(Records contained in a dataset)
_____
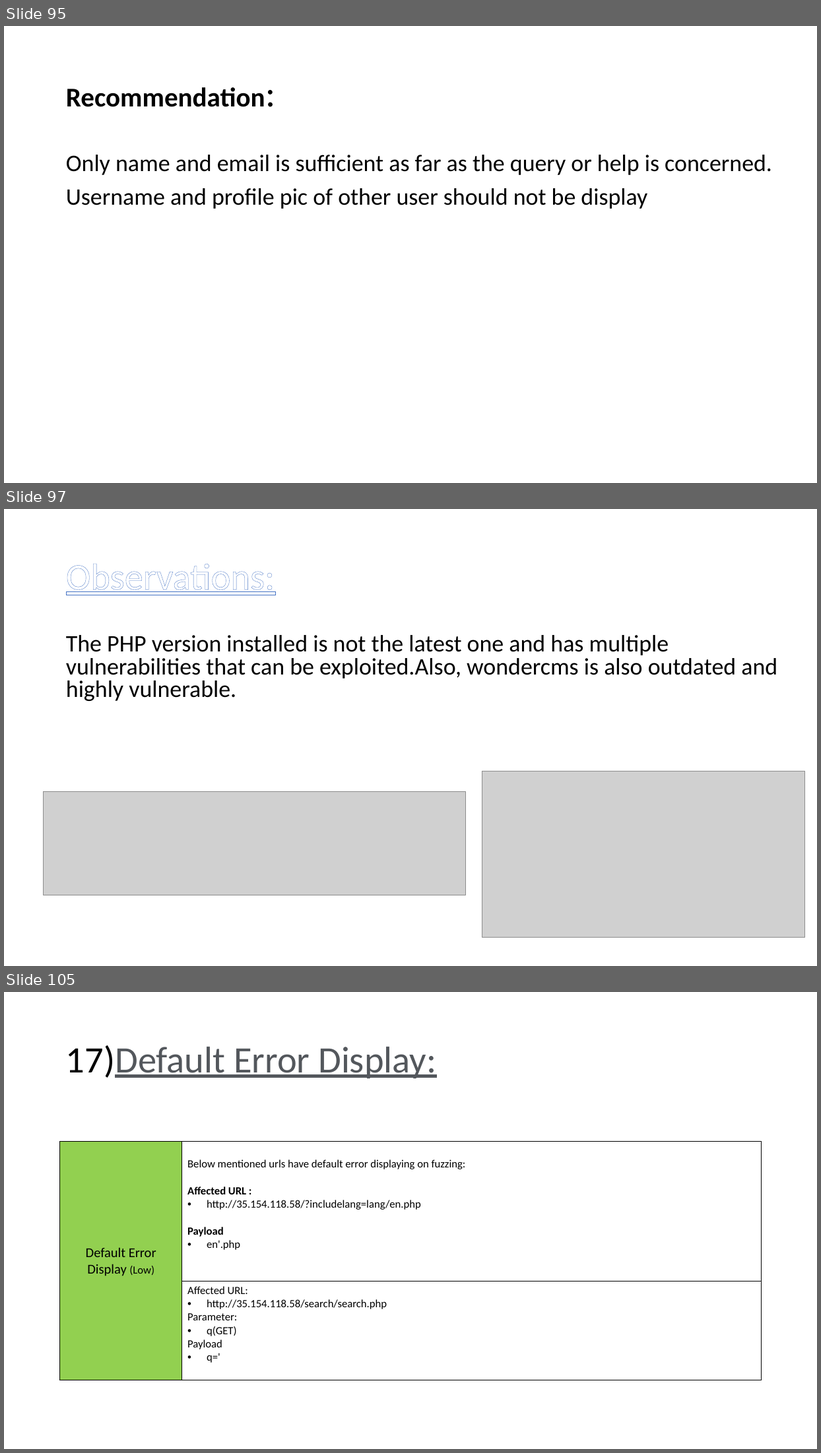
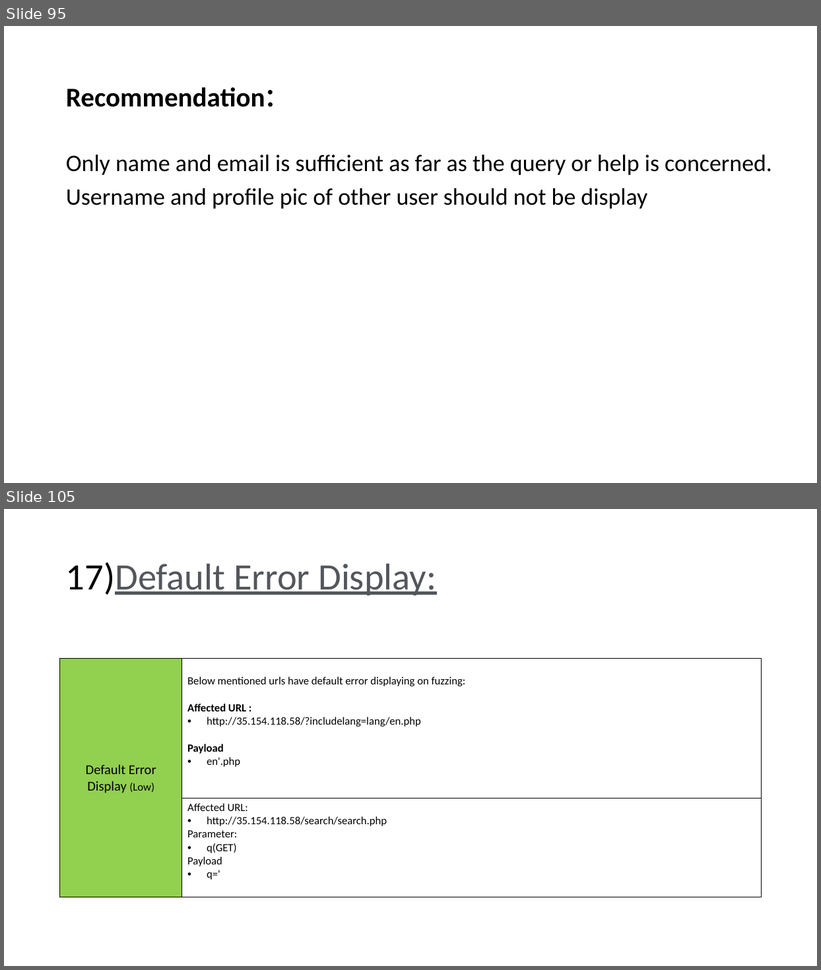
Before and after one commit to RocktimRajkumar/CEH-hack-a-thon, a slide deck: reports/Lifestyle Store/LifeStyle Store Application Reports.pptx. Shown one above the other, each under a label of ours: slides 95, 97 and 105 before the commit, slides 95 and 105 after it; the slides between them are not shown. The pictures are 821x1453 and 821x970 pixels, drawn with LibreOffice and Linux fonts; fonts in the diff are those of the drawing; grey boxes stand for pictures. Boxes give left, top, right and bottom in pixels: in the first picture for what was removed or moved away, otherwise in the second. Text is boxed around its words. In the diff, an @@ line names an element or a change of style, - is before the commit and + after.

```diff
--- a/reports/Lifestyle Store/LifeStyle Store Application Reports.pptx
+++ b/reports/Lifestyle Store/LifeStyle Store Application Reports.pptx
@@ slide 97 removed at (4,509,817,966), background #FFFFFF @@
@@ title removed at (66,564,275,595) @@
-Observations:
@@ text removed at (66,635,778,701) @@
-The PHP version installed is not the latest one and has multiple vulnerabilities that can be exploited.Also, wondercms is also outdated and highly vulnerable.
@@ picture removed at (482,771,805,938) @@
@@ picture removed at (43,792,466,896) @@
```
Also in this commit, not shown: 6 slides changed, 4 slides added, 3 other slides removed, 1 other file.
_____
§ **Work instruction**
Retype all entries exactly; omit pictures.

§ **Output of the task**
Before and after one commit to RocktimRajkumar/CEH-hack-a-thon, a slide deck: reports/Lifestyle Store/LifeStyle Store Application Reports.pptx. Shown one above the other, each under a label of ours: slides 95, 97 and 105 before the commit, slides 95 and 105 after it; the slides between them are not shown. The pictures are 821x1453 and 821x970 pixels, drawn with LibreOffice and Linux fonts; fonts in the diff are those of the drawing; grey boxes stand for pictures. Boxes give left, top, right and bottom in pixels: in the first picture for what was removed or moved away, otherwise in the second. Text is boxed around its words. In the diff, an @@ line names an element or a change of style, - is before the commit and + after.

```diff
--- a/reports/Lifestyle Store/LifeStyle Store Application Reports.pptx
+++ b/reports/Lifestyle Store/LifeStyle Store Application Reports.pptx
@@ slide 97 removed at (4,509,817,966), background #FFFFFF @@
@@ title removed at (66,564,275,595) @@
-Observations:
@@ text removed at (66,635,778,701) @@
-The PHP version installed is not the latest one and has multiple vulnerabilities that can be exploited.Also, wondercms is also outdated and highly vulnerable.
@@ picture removed at (482,771,805,938) @@
@@ picture removed at (43,792,466,896) @@
```
Also in this commit, not shown: 6 slides changed, 4 slides added, 3 other slides removed, 1 other file.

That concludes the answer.